Extracted entries START
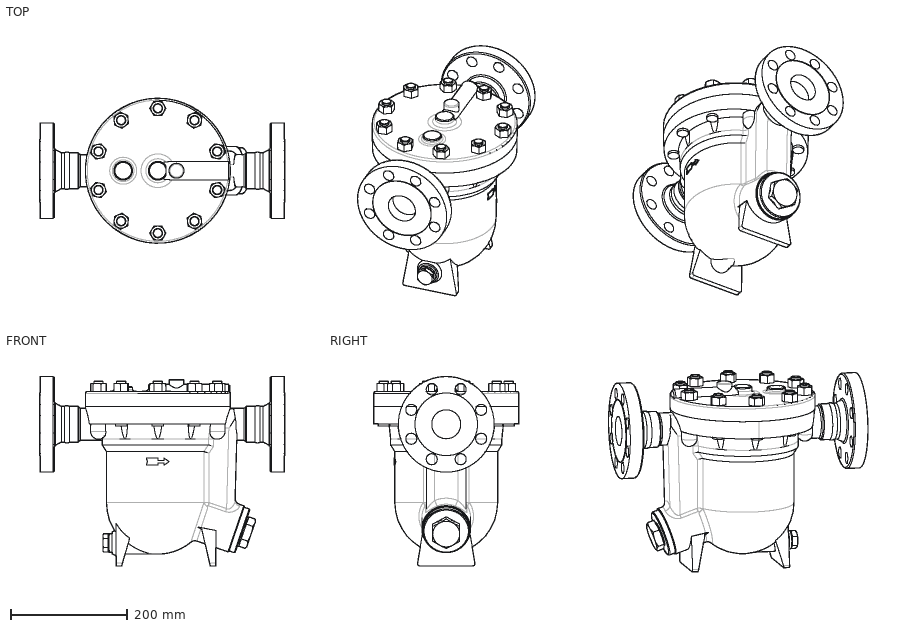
import cadquery as cq
import math


length = 423.0
inlet_face_x = -204.0
outlet_face_x = inlet_face_x + length
base_z = -244.0

flange_dia = 165.0
flange_thickness = 24.5
flange_edge_chamfer = 2.0
raised_face_dia = 108.0
raised_face_height = 1.3
flange_hole_dia = 19.0
flange_hole_circle = 130.3
flange_hole_count = 8
bore_dia = 50.0
bore_depth = 22.0
hub_root_dia = 78.0
hub_dia = 72.8
hub_root_length = 2.0
hub_length = 12.0
stub_dia = 62.0
stub_end_chamfer = 1.5
weld_bead_height = 1.3
weld_bead_start = 43.0
weld_bead_end = 51.5
joint_depth = 68.0

spout_dia = 56.0
spout_lip_dia = 58.5
spout_lip_length = 3.0
seam_z = 31.0
rim_dia = 250.0
rim_bottom_z = 1.0
rim_bottom_length = 242.0
collar_top_dia = 198.0
collar_dia = 192.0
collar_taper_end_z = -25.0
collar_end_z = -35.5
shell_top_z = -47.0
shell_dia = 177.5
dome_center_z = -135.0

cover_top_z = 56.5
cover_edge_radius = 3.5
bolt_circle_dia = 215.0
bolt_count = 10
bolt_pitch = 360.0 / bolt_count
first_bolt_angle = 18.0
nut_flats = 24.0
nut_top_z = 70.5
stud_dia = 16.0
stud_top_z = 74.5
stud_chamfer = 1.0
stud_foot_dia = 19.5
stud_foot_height = 4.2
spotface_dia = 23.0
ear_dia = 27.0
ear_center_z = -12.3

boss_dia = 32.0
boss_pad_height = 1.0
boss_edge_radius = 1.5
side_boss_x = -59.5
side_boss_top_z = 64.7
side_boss_base_dia = 37.2
side_boss_pad_dia = 46.5
center_boss_top_z = 69.0
center_boss_base_dia = 41.5
center_boss_pad_dia = 58.0
cap_dia = 26.0
cap_x = 32.0
cap_top_z = 77.0
rib_dia = 32.0
rib_axis_z = 53.0
rib_start_x = 10.5
rib_end_x = 124.0
rib_end_chamfer = 2.5

barrel_tilt = 19.0
barrel_origin_z = -133.5
barrel_dia = 84.0
barrel_end = 143.5
barrel_end_chamfer = 1.3
plug_disc_dia = 80.0
plug_disc_thickness = 11.0
plug_edge_chamfer = 1.5
plug_neck_dia = 43.0
plug_neck_height = 2.0
plug_hex_flats = 46.5
plug_hex_height = 13.5

channel_width = 68.5
channel_start_x = 63.5
channel_bend_z = -6.8
channel_top_z = channel_bend_z + channel_width / 2
channel_top_x = 130.3
channel_bend_x = 136.5
channel_bottom_x = 132.5
channel_bottom_z = -160.7
channel_root_radius = 9.5
barrel_root_radius = 10.5
channel_corner_radius = 14.5

foot_base_width = 100.5
foot_top_width = 67.0
foot_top_z = -143.5
foot_corner_radius = 4.2
foot_sole_thickness = 9.7
rear_foot_x = -72.0
rear_foot_inner_x = -48.5
rear_foot_inner_z = -196.5
rear_foot_top_z = -169.0
front_foot_x = 100.0
front_foot_inner_x = 75.7
front_foot_inner_z = -181.0
front_foot_tip_x = 68.5
front_foot_tip_z = -177.0
front_foot_top_z = -182.7

drain_z = -204.5
drain_boss_dia = 38.0
drain_boss_x = -78.5
drain_boss_edge_radius = 1.5
drain_boss_root_dia = 45.0
drain_washer_dia = 32.0
drain_washer_x = -83.8
drain_neck_dia = 26.0
drain_hex_x = -85.5
drain_hex_end_x = -94.8
drain_hex_flats = 27.5

arrow_tip_x = 19.5
arrow_tail_x = -20.0
arrow_head_x = 11.0
arrow_shaft_x = 0.0
arrow_z = -64.5
arrow_half_tail = 6.0
arrow_half_shaft = 2.0
arrow_height = 1.3


def upright_cylinder(diameter, bottom_z, top_z, x=0.0):
    return cq.Workplane("XY", origin=(x, 0, bottom_z)).circle(diameter / 2).extrude(top_z - bottom_z)


def chamfered_hexagon(flats, height):
    """Hexagon along +Z, corners on +-Y, with its top corners bevelled at 30 degrees."""
    corners = flats / math.cos(math.pi / 6)
    bevel_drop = (corners - flats) / 2 * math.tan(math.pi / 6)
    prism = cq.Workplane("XY").polygon(6, corners).extrude(height).rotate((0, 0, 0), (0, 0, 1), 30)
    envelope = (
        cq.Workplane("XZ")
        .polyline([(0, 0), (corners / 2, 0), (corners / 2, height - bevel_drop), (flats / 2, height), (0, height)])
        .close()
        .revolve(360, (0, 0, 0), (0, 1, 0))
    )
    return prism.intersect(envelope)


def at_bolt(body, index):
    """Move a body from the vessel axis onto one place of the bolt circle."""
    angle = first_bolt_angle + index * bolt_pitch
    return body.translate((bolt_circle_dia / 2, 0, 0)).rotate((0, 0, 0), (0, 0, 1), angle)


def along_barrel(body):
    """Turn a body built along +Z onto the tilted barrel axis."""
    return body.rotate((0, 0, 0), (0, 1, 0), 90 + barrel_tilt).translate((0, 0, barrel_origin_z))


def make_flange():
    """Weld-neck flange with its sealing face at x = 0 and its stub along +X."""
    disc_end = raised_face_height + flange_thickness
    hub_end = disc_end + hub_length
    stub_radius = stub_dia / 2
    bead_middle = (weld_bead_start + weld_bead_end) / 2
    turned = (
        cq.Workplane("XY")
        .moveTo(bore_depth, 0)
        .lineTo(bore_depth, bore_dia / 2)
        .lineTo(0, bore_dia / 2)
        .lineTo(0, raised_face_dia / 2)
        .lineTo(raised_face_height, raised_face_dia / 2)
        .lineTo(raised_face_height, flange_dia / 2)
        .lineTo(disc_end - flange_edge_chamfer, flange_dia / 2)
        .lineTo(disc_end, flange_dia / 2 - flange_edge_chamfer)
        .lineTo(disc_end, hub_root_dia / 2)
        .lineTo(disc_end + hub_root_length, hub_dia / 2)
        .lineTo(hub_end, stub_radius)
        .lineTo(weld_bead_start, stub_radius)
        .threePointArc((bead_middle, stub_radius + weld_bead_height), (weld_bead_end, stub_radius))
        .lineTo(joint_depth - stub_end_chamfer, stub_radius)
        .lineTo(joint_depth, stub_radius - stub_end_chamfer)
        .lineTo(joint_depth, 0)
        .close()
        .revolve(360, (0, 0, 0), (1, 0, 0))
    )
    holes = (
        cq.Workplane("YZ")
        .polarArray(flange_hole_circle / 2, 180 / flange_hole_count, 360, flange_hole_count)
        .circle(flange_hole_dia / 2)
        .extrude(disc_end)
    )
    return turned.cut(holes)


def make_cover_boss(x, top_z, base_dia, pad_dia):
    """Round boss with a concave root on a low conical pad."""
    boss_radius = boss_dia / 2
    root_radius = base_dia / 2 - boss_radius
    root_z = cover_top_z + boss_pad_height
    arc_offset = root_radius * (1 - math.sqrt(0.5))
    return (
        cq.Workplane("XZ")
        .moveTo(0, seam_z)
        .lineTo(pad_dia / 2, seam_z)
        .lineTo(pad_dia / 2, cover_top_z)
        .lineTo(base_dia / 2, root_z)
        .threePointArc((boss_radius + arc_offset, root_z + arc_offset), (boss_radius, root_z + root_radius))
        .lineTo(boss_radius, top_z - boss_edge_radius)
        .lineTo(boss_radius - boss_edge_radius, top_z)
        .lineTo(0, top_z)
        .close()
        .revolve(360, (0, 0, 0), (0, 1, 0))
        .translate((x, 0, 0))
    )


def make_cover_rib():
    """Round-backed rib from the centre boss to the edge of the cover."""
    rib = (
        cq.Workplane("YZ", origin=(rib_start_x, 0, rib_axis_z))
        .circle(rib_dia / 2)
        .extrude(rib_end_x - rib_start_x)
    )
    rib = rib.faces(">X").chamfer(rib_end_chamfer)
    return rib.intersect(upright_cylinder(rim_dia, seam_z, cap_top_z))


def make_nut_and_stud():
    nut = chamfered_hexagon(nut_flats, nut_top_z - cover_top_z).translate((0, 0, cover_top_z))
    stud = upright_cylinder(stud_dia, cover_top_z, stud_top_z).faces(">Z").chamfer(stud_chamfer)
    return nut.union(stud)


def make_cover():
    cover = upright_cylinder(rim_dia, seam_z, cover_top_z).faces(">Z").edges().fillet(cover_edge_radius)
    cover = cover.union(make_cover_boss(side_boss_x, side_boss_top_z, side_boss_base_dia, side_boss_pad_dia))
    cover = cover.union(make_cover_boss(0, center_boss_top_z, center_boss_base_dia, center_boss_pad_dia))
    cover = cover.union(make_cover_rib())
    cap = upright_cylinder(cap_dia, cover_top_z, cap_top_z, cap_x).faces(">Z").edges().fillet(boss_edge_radius)
    cover = cover.union(cap)
    for index in range(bolt_count):
        cover = cover.union(at_bolt(make_nut_and_stud(), index))
    return cover


def make_strainer_plug():
    disc_end = barrel_end + plug_disc_thickness
    hex_start = disc_end + plug_neck_height
    disc = upright_cylinder(plug_disc_dia, barrel_end, disc_end).faces(">Z").chamfer(plug_edge_chamfer)
    neck = upright_cylinder(plug_neck_dia, disc_end, hex_start)
    head = chamfered_hexagon(plug_hex_flats, plug_hex_height)
    head = head.rotate((0, 0, 0), (0, 0, 1), 90).translate((0, 0, hex_start))
    return along_barrel(disc.union(neck).union(head))


def make_vessel():
    """Collar, cylindrical shell and domed bottom, turned about the Z axis."""
    shell_radius = shell_dia / 2
    dome_diagonal = shell_radius * math.sqrt(0.5)
    return (
        cq.Workplane("XZ")
        .moveTo(0, rim_bottom_z)
        .lineTo(collar_top_dia / 2, rim_bottom_z)
        .lineTo(collar_dia / 2, collar_taper_end_z)
        .lineTo(collar_dia / 2, collar_end_z)
        .lineTo(shell_radius, shell_top_z)
        .lineTo(shell_radius, dome_center_z)
        .threePointArc((dome_diagonal, dome_center_z - dome_diagonal), (0, dome_center_z - shell_radius))
        .close()
        .revolve(360, (0, 0, 0), (0, 1, 0))
    )


def make_rim():
    """Housing flange, round at the seam and slightly narrower along X below."""
    return (
        cq.Workplane("XY", origin=(0, 0, rim_bottom_z))
        .ellipse(rim_bottom_length / 2, rim_dia / 2)
        .workplane(offset=seam_z - rim_bottom_z)
        .circle(rim_dia / 2)
        .loft()
    )


def make_channel():
    """Arched channel that rises from the strainer barrel to the outlet spout."""
    half_width = channel_width / 2
    arch = (
        cq.Workplane("YZ", origin=(channel_start_x, 0, 0))
        .moveTo(-half_width, channel_bottom_z)
        .lineTo(half_width, channel_bottom_z)
        .lineTo(half_width, channel_bend_z)
        .threePointArc((0, channel_top_z), (-half_width, channel_bend_z))
        .close()
        .extrude(channel_bend_x - channel_start_x)
    )
    side = (
        cq.Workplane("XZ", origin=(0, half_width, 0))
        .moveTo(channel_start_x, channel_bottom_z)
        .lineTo(channel_bottom_x, channel_bottom_z)
        .lineTo(channel_bend_x, channel_bend_z)
        .lineTo(channel_top_x, channel_top_z)
        .lineTo(channel_start_x, channel_top_z)
        .close()
        .extrude(channel_width)
    )
    tilt = math.degrees(math.atan2(channel_bend_x - channel_bottom_x, channel_bend_z - channel_bottom_z))
    rounded_back = (
        cq.Workplane("XY", origin=(channel_bend_x / 2, 0, channel_bend_z))
        .box(channel_bend_x, channel_width, -3 * channel_bottom_z)
        .edges("|Z and >X")
        .fillet(channel_corner_radius)
        .rotate((channel_bend_x, 0, channel_bend_z), (channel_bend_x, 1, channel_bend_z), tilt)
    )
    return arch.intersect(side).intersect(rounded_back)


def make_vessel_with_barrel():
    """Vessel blended into the riser channel and the strainer barrel."""
    half_width = channel_width / 2
    corner_reach = channel_root_radius / 10
    joined = make_vessel().union(make_channel())
    for side_y in (-half_width, half_width):
        corner = cq.selectors.BoxSelector(
            (channel_start_x, side_y - corner_reach, channel_bottom_z),
            (collar_top_dia / 2 - 4.2, side_y + corner_reach, 0),
        )
        joined = joined.edges(corner).fillet(channel_root_radius)
    barrel = upright_cylinder(barrel_dia, 0, barrel_end).faces(">Z").chamfer(barrel_end_chamfer)
    dome_root = cq.selectors.BoxSelector(
        (shell_dia / 4, -barrel_dia, dome_center_z - shell_dia / 2),
        (shell_dia / 2, barrel_dia, dome_center_z - channel_root_radius),
    )
    return joined.union(along_barrel(barrel)).edges(dome_root).fillet(barrel_root_radius)


def make_foot(side_outline):
    """Foot with a trapezoid face across Y, trimmed to its outline in XZ."""
    face = (
        cq.Workplane("YZ", origin=(rear_foot_x, 0, 0))
        .polyline([
            (-foot_base_width / 2, base_z),
            (foot_base_width / 2, base_z),
            (foot_top_width / 2, foot_top_z),
            (-foot_top_width / 2, foot_top_z),
        ])
        .close()
        .extrude(front_foot_x - rear_foot_x)
        .edges("|X and <Z")
        .fillet(foot_corner_radius)
    )
    side = (
        cq.Workplane("XZ", origin=(0, foot_base_width / 2, 0))
        .polyline(side_outline)
        .close()
        .extrude(foot_base_width)
    )
    return face.intersect(side)


def make_rear_foot():
    return make_foot([
        (rear_foot_x, base_z),
        (rear_foot_x + foot_sole_thickness, base_z),
        (rear_foot_inner_x, rear_foot_inner_z),
        (rear_foot_inner_x, rear_foot_top_z),
        (rear_foot_x, rear_foot_top_z),
    ])


def make_front_foot():
    return make_foot([
        (front_foot_x, base_z),
        (front_foot_x - foot_sole_thickness, base_z),
        (front_foot_inner_x, front_foot_inner_z),
        (front_foot_tip_x, front_foot_tip_z),
        (front_foot_x, front_foot_top_z),
    ])


def make_drain():
    """Horizontal drain boss closed by a hexagon plug on the -X side."""
    def drain_disc(diameter, start_x, end_x):
        plane = cq.Workplane("YZ", origin=(start_x, 0, drain_z))
        return plane.circle(diameter / 2).extrude(end_x - start_x)

    boss = drain_disc(drain_boss_dia, drain_boss_x, 0).faces("<X").edges().fillet(drain_boss_edge_radius)
    root = (
        drain_disc(drain_boss_root_dia, drain_boss_x, rear_foot_x + drain_boss_edge_radius)
        .faces("<X")
        .chamfer(rear_foot_x - drain_boss_x, (drain_boss_root_dia - drain_boss_dia) / 2)
    )
    washer = drain_disc(drain_washer_dia, drain_washer_x, drain_boss_x)
    neck = drain_disc(drain_neck_dia, drain_hex_x, drain_washer_x)
    head = (
        chamfered_hexagon(drain_hex_flats, drain_hex_x - drain_hex_end_x)
        .rotate((0, 0, 0), (0, 0, 1), 90)
        .rotate((0, 0, 0), (0, 1, 0), -90)
        .translate((drain_hex_x, 0, drain_z))
    )
    return boss.union(root).union(washer).union(neck).union(head)


def make_ear():
    """Round-bottomed lug under the rim."""
    ball = cq.Workplane("XY", origin=(0, 0, ear_center_z)).sphere(ear_dia / 2)
    return upright_cylinder(ear_dia, ear_center_z, rim_bottom_z).union(ball)


def make_spouts():
    """Inlet and outlet spouts in one line, each with a flared lip at its flange."""
    start_x = inlet_face_x + joint_depth
    end_x = outlet_face_x - joint_depth
    return (
        cq.Workplane("XY")
        .polyline([
            (start_x, 0),
            (start_x, spout_lip_dia / 2),
            (start_x + spout_lip_length, spout_dia / 2),
            (end_x - spout_lip_length, spout_dia / 2),
            (end_x, spout_lip_dia / 2),
            (end_x, 0),
        ])
        .close()
        .revolve(360, (0, 0, 0), (1, 0, 0))
    )


def make_arrow():
    """Raised arrow that points from inlet to outlet."""
    plate = (
        cq.Workplane("XZ")
        .polyline([
            (arrow_tip_x, arrow_z),
            (arrow_head_x, arrow_z + arrow_half_tail),
            (arrow_head_x, arrow_z + arrow_half_shaft),
            (arrow_shaft_x, arrow_z + arrow_half_shaft),
            (arrow_shaft_x, arrow_z + arrow_half_tail),
            (arrow_tail_x, arrow_z + arrow_half_tail),
            (arrow_tail_x + arrow_half_shaft, arrow_z),
            (arrow_tail_x, arrow_z - arrow_half_tail),
            (arrow_shaft_x, arrow_z - arrow_half_tail),
            (arrow_shaft_x, arrow_z - arrow_half_shaft),
            (arrow_head_x, arrow_z - arrow_half_shaft),
            (arrow_head_x, arrow_z - arrow_half_tail),
        ])
        .close()
        .extrude(shell_dia)
    )
    return plate.intersect(upright_cylinder(shell_dia + 2 * arrow_height, dome_center_z, shell_top_z))


def make_housing():
    housing = make_vessel_with_barrel()
    rim = make_rim()
    ears = (0, 4, 5, 9)
    for index in range(bolt_count):
        if index not in ears:
            housing = housing.cut(at_bolt(upright_cylinder(spotface_dia, collar_end_z, rim_bottom_z), index))
            rim = rim.union(at_bolt(upright_cylinder(stud_foot_dia, rim_bottom_z - stud_foot_height, seam_z), index))
    housing = housing.union(rim)
    for index in ears:
        housing = housing.union(at_bolt(make_ear(), index))
    for feature in (
        make_spouts(),
        make_rear_foot(),
        make_front_foot(),
        make_drain(),
        make_arrow(),
    ):
        housing = housing.union(feature)
    return housing


housing = make_housing()
cover = make_cover()
strainer_plug = make_strainer_plug()
flanges = [
    make_flange().translate((inlet_face_x, 0, 0)),
    make_flange().mirror("YZ").translate((outlet_face_x, 0, 0)),
]

result = cq.Compound.makeCompound([
    housing.val(),
    cover.val(),
    strainer_plug.val(),
    *[flange.val() for flange in flanges],
])
Extracted entries END
> **Assigned task**:
Reproduce only the lines from the first line of the entries through the line containing "flange_hole_count = 8", exactly and with both ends kept. Omit the pictures.

> **Exercise response**:
import cadquery as cq
import math


length = 423.0
inlet_face_x = -204.0
outlet_face_x = inlet_face_x + length
base_z = -244.0

flange_dia = 165.0
flange_thickness = 24.5
flange_edge_chamfer = 2.0
raised_face_dia = 108.0
raised_face_height = 1.3
flange_hole_dia = 19.0
flange_hole_circle = 130.3
flange_hole_count = 8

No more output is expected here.